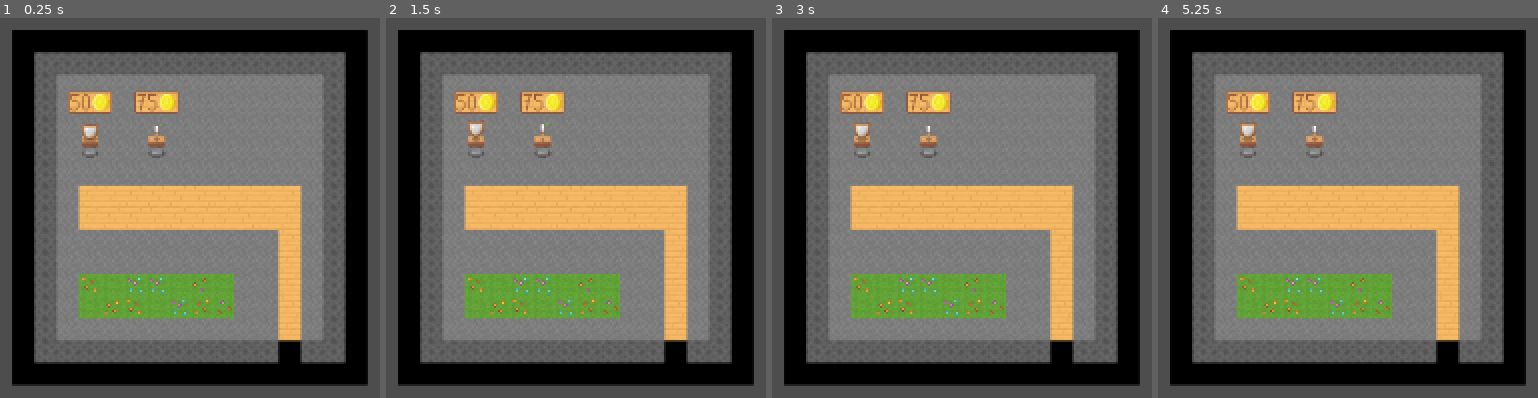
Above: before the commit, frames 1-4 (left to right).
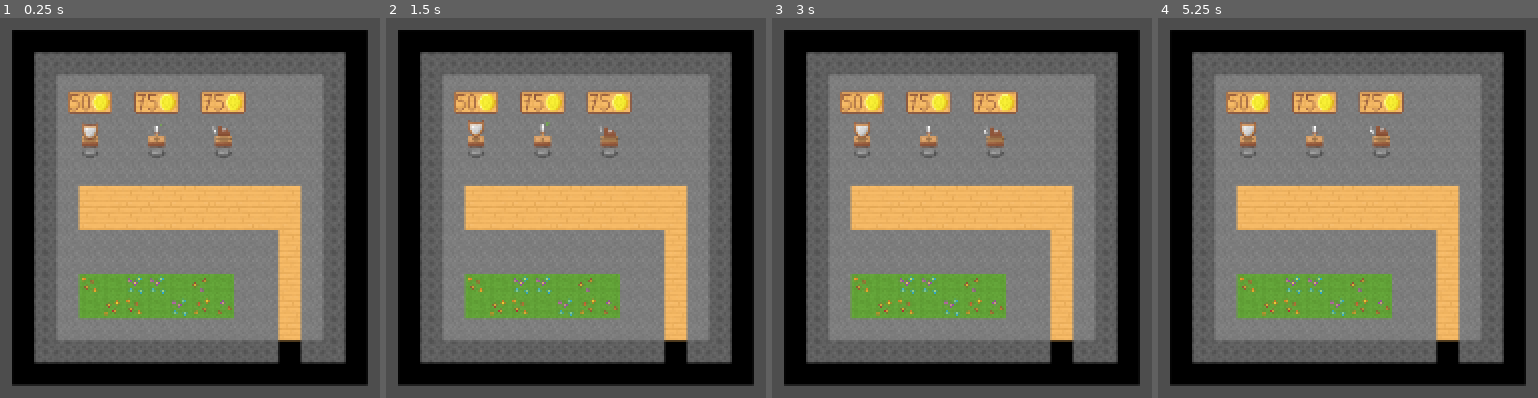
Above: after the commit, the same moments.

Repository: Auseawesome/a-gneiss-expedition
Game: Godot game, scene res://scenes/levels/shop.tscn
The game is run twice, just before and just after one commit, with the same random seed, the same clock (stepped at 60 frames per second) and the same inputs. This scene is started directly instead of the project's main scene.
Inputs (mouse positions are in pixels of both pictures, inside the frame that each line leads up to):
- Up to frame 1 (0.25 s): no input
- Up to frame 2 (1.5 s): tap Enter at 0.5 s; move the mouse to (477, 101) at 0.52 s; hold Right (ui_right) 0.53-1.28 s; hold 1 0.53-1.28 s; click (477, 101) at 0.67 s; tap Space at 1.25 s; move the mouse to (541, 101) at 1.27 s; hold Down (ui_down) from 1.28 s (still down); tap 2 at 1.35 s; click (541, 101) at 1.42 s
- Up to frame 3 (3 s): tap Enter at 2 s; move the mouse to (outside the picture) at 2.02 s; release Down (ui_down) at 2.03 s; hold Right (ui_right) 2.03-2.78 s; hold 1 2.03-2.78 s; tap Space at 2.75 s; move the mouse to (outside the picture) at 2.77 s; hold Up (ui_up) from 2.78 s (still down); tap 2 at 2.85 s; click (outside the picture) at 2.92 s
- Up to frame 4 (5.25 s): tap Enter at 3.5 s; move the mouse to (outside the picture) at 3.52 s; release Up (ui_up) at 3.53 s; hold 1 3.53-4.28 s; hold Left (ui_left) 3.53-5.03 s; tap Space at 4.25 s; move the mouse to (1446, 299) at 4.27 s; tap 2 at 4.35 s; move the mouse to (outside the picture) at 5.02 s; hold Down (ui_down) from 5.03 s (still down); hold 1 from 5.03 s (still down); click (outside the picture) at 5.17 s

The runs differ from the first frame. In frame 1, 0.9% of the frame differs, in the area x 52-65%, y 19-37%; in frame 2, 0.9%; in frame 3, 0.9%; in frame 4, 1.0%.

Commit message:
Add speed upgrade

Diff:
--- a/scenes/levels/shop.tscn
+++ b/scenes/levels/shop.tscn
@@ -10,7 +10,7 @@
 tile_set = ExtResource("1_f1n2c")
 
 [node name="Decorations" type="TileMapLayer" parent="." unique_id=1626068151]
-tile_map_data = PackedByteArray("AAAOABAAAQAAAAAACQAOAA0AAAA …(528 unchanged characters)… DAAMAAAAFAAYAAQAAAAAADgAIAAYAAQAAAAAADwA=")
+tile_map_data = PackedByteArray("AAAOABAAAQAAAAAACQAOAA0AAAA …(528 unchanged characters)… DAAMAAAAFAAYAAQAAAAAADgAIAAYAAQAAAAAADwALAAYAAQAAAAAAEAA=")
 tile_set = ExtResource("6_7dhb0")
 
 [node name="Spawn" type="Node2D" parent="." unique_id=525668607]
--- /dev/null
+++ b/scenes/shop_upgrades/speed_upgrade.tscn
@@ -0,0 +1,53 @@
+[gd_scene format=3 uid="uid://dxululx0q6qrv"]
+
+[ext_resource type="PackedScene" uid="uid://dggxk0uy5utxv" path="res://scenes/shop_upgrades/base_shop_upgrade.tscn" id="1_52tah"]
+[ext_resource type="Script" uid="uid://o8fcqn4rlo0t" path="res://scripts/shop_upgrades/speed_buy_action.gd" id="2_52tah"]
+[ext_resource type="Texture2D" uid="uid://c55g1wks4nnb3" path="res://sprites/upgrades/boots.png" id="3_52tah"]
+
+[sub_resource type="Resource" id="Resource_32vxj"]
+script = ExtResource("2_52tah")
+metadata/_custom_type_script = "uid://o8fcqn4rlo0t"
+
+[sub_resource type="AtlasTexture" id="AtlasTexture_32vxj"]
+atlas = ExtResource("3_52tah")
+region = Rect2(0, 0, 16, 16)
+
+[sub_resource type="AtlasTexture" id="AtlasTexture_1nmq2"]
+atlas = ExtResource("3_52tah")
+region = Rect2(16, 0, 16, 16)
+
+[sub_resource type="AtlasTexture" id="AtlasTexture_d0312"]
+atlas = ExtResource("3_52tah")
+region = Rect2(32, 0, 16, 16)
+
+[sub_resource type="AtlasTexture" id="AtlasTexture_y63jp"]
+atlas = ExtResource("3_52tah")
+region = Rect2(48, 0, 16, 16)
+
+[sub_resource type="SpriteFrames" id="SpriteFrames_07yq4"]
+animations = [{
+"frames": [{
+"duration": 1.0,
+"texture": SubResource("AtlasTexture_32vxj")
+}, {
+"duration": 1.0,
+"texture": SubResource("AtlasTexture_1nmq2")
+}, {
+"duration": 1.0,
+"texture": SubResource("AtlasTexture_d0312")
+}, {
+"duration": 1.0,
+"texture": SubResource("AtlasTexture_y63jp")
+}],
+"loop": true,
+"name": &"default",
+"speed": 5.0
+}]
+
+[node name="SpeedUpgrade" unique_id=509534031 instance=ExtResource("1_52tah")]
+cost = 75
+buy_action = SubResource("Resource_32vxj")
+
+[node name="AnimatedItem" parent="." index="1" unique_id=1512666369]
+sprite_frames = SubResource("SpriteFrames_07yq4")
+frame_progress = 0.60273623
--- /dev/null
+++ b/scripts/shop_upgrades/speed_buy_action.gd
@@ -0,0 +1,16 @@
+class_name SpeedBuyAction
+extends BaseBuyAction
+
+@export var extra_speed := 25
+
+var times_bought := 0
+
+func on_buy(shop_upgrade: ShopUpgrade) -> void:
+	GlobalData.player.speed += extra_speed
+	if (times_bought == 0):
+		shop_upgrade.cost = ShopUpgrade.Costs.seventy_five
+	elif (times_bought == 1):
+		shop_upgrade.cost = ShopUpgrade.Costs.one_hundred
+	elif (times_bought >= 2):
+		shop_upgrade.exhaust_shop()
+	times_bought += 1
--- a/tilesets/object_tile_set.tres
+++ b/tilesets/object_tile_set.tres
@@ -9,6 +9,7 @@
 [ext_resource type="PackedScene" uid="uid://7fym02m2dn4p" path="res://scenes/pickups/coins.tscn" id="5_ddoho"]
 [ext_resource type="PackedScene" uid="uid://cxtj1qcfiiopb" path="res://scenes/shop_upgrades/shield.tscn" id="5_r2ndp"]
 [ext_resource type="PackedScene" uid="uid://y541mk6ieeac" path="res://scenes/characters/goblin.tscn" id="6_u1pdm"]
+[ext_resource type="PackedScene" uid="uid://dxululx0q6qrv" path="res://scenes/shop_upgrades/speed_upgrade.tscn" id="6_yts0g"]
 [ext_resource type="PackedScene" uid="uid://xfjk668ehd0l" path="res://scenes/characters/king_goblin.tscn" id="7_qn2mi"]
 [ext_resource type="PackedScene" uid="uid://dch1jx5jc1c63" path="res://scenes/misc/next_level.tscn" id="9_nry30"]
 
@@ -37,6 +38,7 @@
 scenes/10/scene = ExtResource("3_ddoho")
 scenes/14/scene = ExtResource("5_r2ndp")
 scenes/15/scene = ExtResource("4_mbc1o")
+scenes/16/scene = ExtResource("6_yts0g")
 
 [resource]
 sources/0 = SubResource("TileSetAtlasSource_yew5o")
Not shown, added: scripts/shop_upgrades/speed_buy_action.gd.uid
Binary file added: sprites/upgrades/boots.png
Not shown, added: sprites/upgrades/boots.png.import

☆ ☆ ☆ ☆ ☆

Reproduce exactly the lines of the entries above from the first through the line with "- Up to frame 1 (0.25 s): no input", both included; pictures should not be reproduced.

Above: before the commit, frames 1-4 (left to right).
Above: after the commit, the same moments.

Repository: Auseawesome/a-gneiss-expedition
Game: Godot game, scene res://scenes/levels/shop.tscn
The game is run twice, just before and just after one commit, with the same random seed, the same clock (stepped at 60 frames per second) and the same inputs. This scene is started directly instead of the project's main scene.
Inputs (mouse positions are in pixels of both pictures, inside the frame that each line leads up to):
- Up to frame 1 (0.25 s): no input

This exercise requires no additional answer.